Woher kam dieser Sinneswandel?
Die Abneigung gegen das Psychologiestudium war zu einem Automatismus geworden. Der mitleidige Blick des Beraters und seine lapidare Frage "Wieso nicht?" zwangen mich, bewusst darüber nachzudenken. Ich merkte, dass meine Verweigerung verjährt war – ein Überbleibsel der längst überwundenen Phase der Ablösung von meinen Eltern.
Hat sich mit dem Studium das Verhältnis zu Ihren Eltern verändert?

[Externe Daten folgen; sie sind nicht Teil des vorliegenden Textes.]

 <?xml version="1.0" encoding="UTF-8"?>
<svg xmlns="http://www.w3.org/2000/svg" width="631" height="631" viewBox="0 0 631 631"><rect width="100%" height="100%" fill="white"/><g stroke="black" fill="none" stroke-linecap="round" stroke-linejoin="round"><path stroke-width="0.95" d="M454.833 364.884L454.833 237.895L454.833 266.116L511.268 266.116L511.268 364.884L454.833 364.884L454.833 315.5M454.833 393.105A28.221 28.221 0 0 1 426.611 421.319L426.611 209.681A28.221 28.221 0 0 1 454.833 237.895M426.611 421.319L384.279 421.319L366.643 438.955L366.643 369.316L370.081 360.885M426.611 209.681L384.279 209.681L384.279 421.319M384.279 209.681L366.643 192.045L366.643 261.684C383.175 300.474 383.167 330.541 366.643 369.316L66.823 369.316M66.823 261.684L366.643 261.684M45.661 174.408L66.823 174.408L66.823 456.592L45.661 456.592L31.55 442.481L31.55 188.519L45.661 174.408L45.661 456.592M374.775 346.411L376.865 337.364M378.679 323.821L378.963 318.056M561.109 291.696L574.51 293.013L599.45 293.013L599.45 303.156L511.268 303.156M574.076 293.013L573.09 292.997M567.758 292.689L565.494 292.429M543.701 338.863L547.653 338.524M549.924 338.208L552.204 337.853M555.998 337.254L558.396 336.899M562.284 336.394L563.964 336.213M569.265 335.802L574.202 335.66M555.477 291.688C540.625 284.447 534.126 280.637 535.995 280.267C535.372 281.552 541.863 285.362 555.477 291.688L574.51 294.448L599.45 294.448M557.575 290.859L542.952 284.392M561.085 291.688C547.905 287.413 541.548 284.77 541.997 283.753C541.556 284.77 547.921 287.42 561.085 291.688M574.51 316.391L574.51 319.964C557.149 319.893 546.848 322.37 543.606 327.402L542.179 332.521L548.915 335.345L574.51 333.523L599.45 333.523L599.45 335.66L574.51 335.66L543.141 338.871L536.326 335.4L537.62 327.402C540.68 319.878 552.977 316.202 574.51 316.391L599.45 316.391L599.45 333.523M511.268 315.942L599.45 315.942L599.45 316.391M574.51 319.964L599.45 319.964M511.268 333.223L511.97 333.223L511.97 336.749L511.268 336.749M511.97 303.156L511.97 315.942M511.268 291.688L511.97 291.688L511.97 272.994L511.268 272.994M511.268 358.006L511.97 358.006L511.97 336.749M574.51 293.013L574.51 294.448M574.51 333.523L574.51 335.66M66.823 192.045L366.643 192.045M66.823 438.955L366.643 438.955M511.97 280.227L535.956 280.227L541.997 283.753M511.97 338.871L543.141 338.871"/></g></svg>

Ja. Von da an genoss ich es, mit meinen Eltern über Psychologie zu reden und über die Uni zu tratschen. Sie erzählten mir Klatsch aus ihrer Zeit als Uni-Professoren, ich von dem, was jetzt so lief. Ich habe mit Freuden die Psychologiebücher, die beide gerade schrieben, gegengelesen und redigiert. So etwas habe ich früher auch schon gemacht, aber damals war es eine Qual und jetzt einfach eine Freude.
Wie oft werden Sie sich noch neu erfinden?
Ich glaube, ich bin angekommen. Wenn ich früher gesagt habe "Ich bin Webmaster" oder "Ich bin Journalistin", merkte ich, das stimmt nicht, das mache ich zwar, aber das bin ich nicht. Wenn ich mit Menschen arbeite, bin ich einfach nur glücklich. Heute identifiziere ich mich rundum mit meiner Arbeit. Ich spüre: Das bin ich.
Annette Bischof-Campbell, 50, ist endlich bei sich angekommen. Heute berät sie als Psychologin junge Menschen auf lilli.ch zum Thema Sexualität, unterstützt die Arbeitsgemeinschaft Ess- Störungen (AES) und bildet sich als Sexualtherapeutin weiter.